Beni Sadr’ın cumhurbaşkanlığı 4 Şubat 1980’den 20 Haziran 1981’e kadar sürdü.
Cumhurbaşkanlığı kurumu, ikinci cumhurbaşkanı Muhammed Ali Recai’nin 28 günlük bir yönetimden sonra suikasta uğramasının ardından 1981’de istikrarlaşmaya başladı.
İran cumhurbaşkanlığı tarihindeki istisna Ali Hamaney’dir. Cumhurbaşkanı seçilen Hamaney sadece köklü bir Humeyni savaşçısı değil, aynı zamanda İran-Irak savaşına da katılmış bir savaşçıydı. Bu özellikleri ve Humeyni’ye yakınlığı sayesinde oyların yüzde 97’sini aldı. İki dönem cumhurbaşkanlığı yaptıktan sonra 1989’da Dini Lider seçildi. Çünkü kendisinden önce seçilen Hüseyin Ali Muntazeri, 1988’deki infazlar dahil olmak üzere bazı konularda Humeyni’ye karşı çıkması nedeniyle ev hapsine alınmıştı.
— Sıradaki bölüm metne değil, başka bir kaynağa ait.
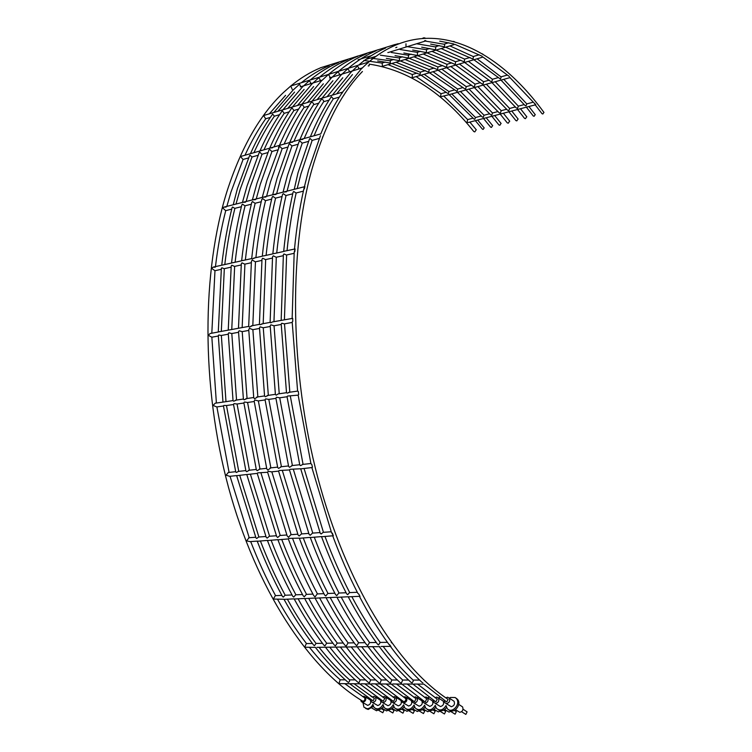 <?xml version="1.0" encoding="UTF-8"?>
<svg xmlns="http://www.w3.org/2000/svg" width="752" height="752" viewBox="0 0 752 752"><rect width="100%" height="100%" fill="white"/><g stroke="black" fill="none" stroke-linecap="round" stroke-linejoin="round"><path stroke-width="1.13" d="M535.189 114.605L534.136 116.269L533.3 116.034L526.391 107.169L535.753 104.744L509.969 77.606M526.72 116.71L525.498 118.647L524.539 118.374L517.545 109.519M473.14 118.139L467.678 119.587L466.936 122.491L468.731 122.388L526.419 107.16M518.043 118.957L516.85 120.875L515.919 120.611L508.897 111.794M509.612 121.081L508.305 123.187L507.29 122.896L500.212 114.116M501.029 123.375L499.864 125.255L498.971 125.001L491.874 116.287M492.598 125.575L491.479 127.389L490.633 127.144L483.508 118.496M484.138 127.849L483.179 129.41L482.455 129.203L475.339 120.649M309.533 647.434C319.497 659.88 329.724 670.662 340.195 679.78L338.898 683.606L349.689 683.728L372.494 700.479L373.171 700.817L374.374 698.401L373.847 698.072M359.494 683.671L382.524 700.779L383.323 701.184L384.733 698.373L384.112 697.988M369.805 683.747L392.77 700.958L393.616 701.39L395.082 698.467L394.433 698.053M371.554 683.841L391.482 684.085M380.08 683.878L403.034 701.24L404.266 701.71L405.685 700.535L405.883 698.965L404.905 697.988M390.88 683.859L413.656 701.24L414.549 701.701L416.044 698.73L415.367 698.288M401.624 683.916L424.316 701.4L425.237 701.879L426.769 698.852L426.074 698.392M412.651 683.859L435.145 701.353L435.953 701.776L437.279 699.172L436.668 698.777M355.226 679.874L349.558 679.855L349.642 681.115L348.496 682.478L347.64 681.951C336.586 672.25 325.823 660.707 315.342 647.331M365.538 679.902L360.255 679.893L358.873 682.863L357.802 682.186C346.738 672.401 335.965 660.764 325.475 647.265L335.89 647.087M375.746 679.94L370.736 679.921L369.307 683.023L368.151 682.28C357.115 672.438 346.362 660.717 335.89 647.134L346.287 646.946M346.268 647.04L357.172 646.795M381.33 679.817L380.004 683.474L378.547 682.506C367.521 672.589 356.777 660.792 346.305 647.096M386.631 679.977L381.499 679.968C371.159 670.643 361.045 659.617 351.165 646.88M397.394 680.015L391.905 679.996L390.457 683.164L389.226 682.374C378.275 672.429 367.596 660.585 357.172 646.852L368.038 646.654M408.562 680.052L402.743 680.034L401.277 683.267L399.989 682.431C389.085 672.429 378.435 660.519 368.038 646.711L379.798 646.654M419.607 680.09L413.121 680.062L413.177 681.359L411.936 682.901L410.893 682.243C400.083 672.222 389.517 660.303 379.196 646.476M287.32 599.118C296.382 615.465 305.951 630.242 316.047 643.449L314.458 645.695L313.603 645.075C303.188 631.492 293.336 616.245 284.03 599.363L294.295 598.846M298.027 598.705C307.06 615.127 316.62 629.96 326.678 643.214L324.902 645.912L323.821 645.103C313.405 631.407 303.535 616.048 294.22 599.024L304.776 598.442M304.673 598.592L315.191 598.037M308.649 598.291C317.682 614.798 327.214 629.715 337.253 643.045L335.42 645.883L334.264 645C323.858 631.21 313.998 615.756 304.682 598.611M319.562 597.868C328.577 614.459 338.08 629.443 348.091 642.828L346.183 646.203L344.726 645.009C334.311 631.107 324.432 615.503 315.097 598.207L326.171 597.605M326.077 597.765L337.103 597.182M330.137 597.455C339.143 614.149 348.637 629.236 358.619 642.706L356.777 645.63L355.555 644.68C345.196 630.749 335.373 615.117 326.086 597.784M337.009 597.342L348.289 596.75M341.145 597.022C350.141 613.82 359.616 628.992 369.57 642.537L367.709 645.536L366.431 644.539C356.1 630.524 346.296 614.798 337.018 597.351M348.242 596.862L359.475 596.308M351.804 596.609C360.791 613.529 370.257 628.804 380.202 642.452L378.519 644.915L377.485 644.154C367.239 630.12 357.501 614.365 348.27 596.909M260.38 540.895C267.853 560.259 276.106 578.335 285.149 595.133L283.278 597.116L282.47 596.486C273.258 579.407 264.864 561.011 257.269 541.28L267.562 540.387M271.077 540.133C278.56 559.61 286.803 577.78 295.837 594.663L293.722 597.079L292.716 596.233C283.485 579.012 275.063 560.456 267.449 540.566L277.986 539.654M281.709 539.391C289.191 558.971 297.444 577.245 306.459 594.221L304.287 596.787L303.197 595.847C293.966 578.523 285.544 559.845 277.92 539.823L288.336 538.921M292.622 538.62C300.104 558.313 308.358 576.69 317.363 593.751L315.06 596.881L313.697 595.575C304.447 578.1 295.997 559.262 288.354 539.071L288.834 538.385L299.409 538.141M303.225 537.868C310.708 557.683 318.951 576.173 327.947 593.337L325.757 595.988L324.601 594.982C315.398 577.451 306.976 558.567 299.343 538.31L310.341 537.37M338.964 592.877L336.746 595.612L335.533 594.55C326.34 576.916 317.927 557.918 310.285 537.539L321.8 536.561M324.939 536.345C332.431 556.395 340.665 575.101 349.642 592.482L347.668 594.672L346.691 593.892C337.545 576.22 329.16 557.176 321.546 536.759L332.995 535.772M239.719 475.255L258.848 536.843L256.723 538.488L255.99 537.924L236.664 475.687L246.788 474.493M250.369 474.117L269.545 536.073L267.139 538.122L266.217 537.313L246.797 474.559L257.222 473.384M260.963 472.989L280.176 535.302L277.695 537.492L276.708 536.59L257.24 473.44L257.767 472.839L267.627 472.275L268.163 471.297L271.557 471.852M271.829 471.824L291.09 534.531L288.42 537.266L287.189 535.969L267.627 472.275M282.404 470.705L301.684 533.741L299.174 536.007L298.121 535.039L278.588 471.166L279.142 470.517L289.482 469.944M293.393 469.53L312.71 532.942L310.162 535.283L309.072 534.258L289.492 470L290.075 469.304L300.744 468.75M304.052 468.393L323.398 532.153L321.151 533.995L320.267 533.281L300.725 468.863L311.939 467.556M223.927 405.413L226.474 405.535L238.732 471.26L236.41 472.472L235.761 472.012L223.447 405.883L223.927 405.413M237.059 404.003L249.391 470.141L246.731 471.701L245.932 471.025L233.505 404.332L234.06 403.636L237.021 404.012L243.892 403.016M247.577 402.48L259.985 469.004L257.24 470.686L256.376 469.915L243.864 402.809L244.447 402.019L247.53 402.48L254.223 401.512M258.359 400.91L270.861 467.866L267.862 470.075L266.8 468.9L254.185 401.211L254.806 400.008L258.293 400.919L265.089 399.932M265.663 398.88L268.821 399.397L281.417 466.663L278.635 468.421L277.714 467.594L265.061 399.735L265.663 398.88M276.51 397.244L279.725 397.808L292.396 465.479L289.586 467.302L288.618 466.419L275.89 398.156L276.51 397.244M290.357 396.266L303.047 464.257L300.593 465.648L299.794 465.065L287.029 396.652L287.602 396.05L298.14 395.138M233.026 400.572L222.968 402.123L218.315 335.561L218.823 334.997L221.351 335.533L225.985 401.606M236.504 400.055L233.75 401.211L233.045 400.722L228.279 333.587L228.871 332.788L231.813 333.559L236.551 400.055M247.004 398.513L244.156 399.791L243.404 399.218L238.525 331.67L239.164 330.777L242.21 331.632L247.06 398.504M257.757 396.924L254.637 398.748L253.744 397.789L248.743 329.649L249.457 328.342L252.879 329.667L257.842 396.915M268.276 395.373L265.381 396.718L264.582 396.097L259.487 327.816L260.154 326.857L263.256 327.769L268.332 395.373M286.512 392.76L281.201 323.99L281.812 323.266L284.51 323.933L289.821 392.206L287.217 393.155L286.521 392.694L278.118 393.926L276.238 395.176L275.411 394.509L270.194 325.842L270.88 324.817L274.048 325.785L279.236 393.766M231.475 329.555L218.277 331.933L221.37 268.361L221.896 267.787L224.322 268.784L221.304 331.453M228.241 330.156L231.212 266.011L231.851 265.221L234.652 266.49M241.862 327.628L238.478 328.257L241.326 263.736L242.003 262.852L244.908 264.225M252.475 325.654L249.438 327.111L248.686 326.415L251.412 261.32L252.211 260.06L255.445 261.865L252.813 325.597M262.899 323.717L260.117 324.742L259.421 324.366L261.987 259.177L262.711 258.227L265.663 259.675M359.447 596.421L360.02 596.449L358.826 594.146L357.877 593.394C348.749 575.637 340.374 556.489 332.769 535.969L333.324 535.8L331.472 532.435L311.911 467.678L312.456 467.302L311.742 464.36L310.971 463.815L298.13 395.063L298.694 394.499L298.3 391.463L297.604 391.106L292.18 322.006L292.772 321.33L292.707 318.359L272.337 321.969L270.842 322.796L270.118 322.373L272.544 256.846L273.296 255.83L276.294 257.334M281.163 320.324L283.382 254.693L284.012 253.96L286.606 255.107L284.416 319.722M222.207 265.071L221.737 265.08C224.115 244.72 227.574 225.525 232.124 207.514L232.641 207.026L234.878 208.445C230.488 225.995 227.123 244.691 224.792 264.535M241.721 205.287L242.473 204.168L245.049 205.898C240.706 223.523 237.397 242.304 235.113 262.251M234.408 262.401L231.55 262.927C233.881 242.37 237.312 222.996 241.843 204.826M251.676 202.749L252.475 201.527L255.144 203.369C250.858 221.069 247.596 239.935 245.359 259.976M244.654 260.126L241.646 260.7C243.939 240.01 247.323 220.524 251.798 202.25M261.602 200.117L262.57 198.472L265.512 200.737C261.282 218.531 258.068 237.491 255.877 257.645M255.125 257.804L252.334 258.923L251.704 258.519C253.95 237.613 257.306 217.939 261.752 199.496M271.998 197.644L272.844 196.338L275.561 198.246C271.387 216.097 268.229 235.141 266.095 255.37M265.4 255.53L262.298 256.122C264.488 235.226 267.759 215.561 272.121 197.127M276.022 253.17L272.844 253.781C274.978 232.772 278.202 213.013 282.508 194.486L283.25 193.649L286.014 195.623C281.897 213.549 278.804 232.688 276.717 253.02M292.152 318.284L294.192 252.362L295.028 248.959L283.692 251.337C285.769 230.356 288.909 210.616 293.111 192.117L293.741 191.497L296.138 193.076C292.086 211.086 289.041 230.309 287.02 250.736M245.556 202.156L242.52 202.41M255.633 199.609L252.465 199.891M265.935 197.005L262.288 197.297L266.81 180.63L279.547 146.104L282.122 148.764L270.541 181.749M276.031 194.448L272.769 194.749M286.474 191.807L283.137 192.127M250.576 153.389C257.203 138.603 264.554 125.509 272.619 114.107L274.405 116.156C267.007 126.768 260.211 138.866 254.026 152.468M281.511 111.86L282.385 110.854L284.19 113.364C276.877 123.977 270.156 136.074 264.027 149.686M261.734 150.325L259.957 150.814M291.099 108.993L292.039 107.893L293.919 110.525C286.662 121.147 279.998 133.283 273.935 146.931M272.534 147.777L269.714 148.097M300.687 106.013L301.853 104.603C303.507 105.806 304.203 106.803 303.93 107.592C296.73 118.233 290.122 130.406 284.106 144.102M281.803 144.741L279.434 145.399M310.651 103.231L311.638 102.056C313.293 102.949 313.932 103.851 313.546 104.754C306.412 115.423 299.879 127.633 293.929 141.367M292.556 142.213L289.642 142.56M320.625 100.279L321.649 99.038C323.332 99.969 323.98 100.89 323.595 101.802C316.526 112.499 310.05 124.738 304.165 138.518M302.802 139.364L299.813 139.731M310.792 136.582L310.379 136.732C316.658 121.598 323.651 108.232 331.359 96.632L333.305 98.85C326.293 109.604 319.873 121.909 314.045 135.774M299.569 84.158L300.678 86.546M308.17 81.677L309.044 80.972C310.557 81.855 310.961 82.795 310.238 83.782M283.871 109.51L283.231 109.642M317.57 78.744L318.519 77.973C320.07 78.932 320.484 79.909 319.75 80.906M293.628 106.624L292.387 106.991M327.477 75.115L328.521 74.796C329.865 76.262 330.213 77.334 329.555 78.001M303.658 103.644L301.843 104.19M336.708 72.869L337.714 72.042C339.312 73.029 339.725 74.034 338.955 75.05M313.255 100.806L311.92 101.2M346.465 69.87L347.518 68.996C349.144 70.011 349.567 71.036 348.778 72.07M323.313 97.826L322.082 98.108L340.966 75.125L347.518 68.996M357.144 66.364L357.228 66.345C358.742 67.116 359.108 68 358.3 68.996M328.84 65.734L329.179 65.715C319.609 69.739 310.313 75.426 301.27 82.776M337.855 62.717L338.447 62.613C328.727 66.684 319.299 72.493 310.134 80.05M347.123 59.765L347.744 59.652C338.024 63.723 328.596 69.569 319.44 77.193M356.824 56.485L357.416 56.635M357.219 56.494C347.424 60.583 337.911 66.514 328.69 74.279L328.201 74.495M365.886 53.881L366.572 53.777C356.937 57.81 347.612 63.657 338.569 71.308M375.464 50.863L376.207 50.769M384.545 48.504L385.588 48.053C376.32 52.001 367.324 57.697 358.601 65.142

Humeyni’nin öğrencilerinden, rejimin en güçlü adamı ve daha önce Hamaney’in 1981’de cumhurbaşkanlığına ulaşmasını destekleyen Haşimi Rafsancani, 1989’da cumhurbaşkanı seçildi. Dini Lider olan Hamaney ile bağı ve birikimi, ekonomi başta olmak üzere bazı konularda kendisine farklı olma ve sivrilme imkanı tanıdı. Gelgelelim 1997’de görev süresi sona erdikten sonra işler değişti. Geciktirilen yaptırımlar birbirini izledi: 2009’da Yeşil Devrime duyduğu sempati, kendisini ve ailesini tecride ve Hamaney’in eleştirilerine maruz bıraktı. 2011 yılında Uzmanlar Meclisi Başkanlığı’nı kaybetti. 2013 yılında cumhurbaşkanlığına aday olması yasaklandı. 2017’deki ölümü, doğal ölüm hikayesine meydan okuyan şüpheler ve spekülasyonlar doğurdu. Bütün bunlar yine de İran’daki birçok caddeye Rafsancani’nin adının verilmesini engellemedi.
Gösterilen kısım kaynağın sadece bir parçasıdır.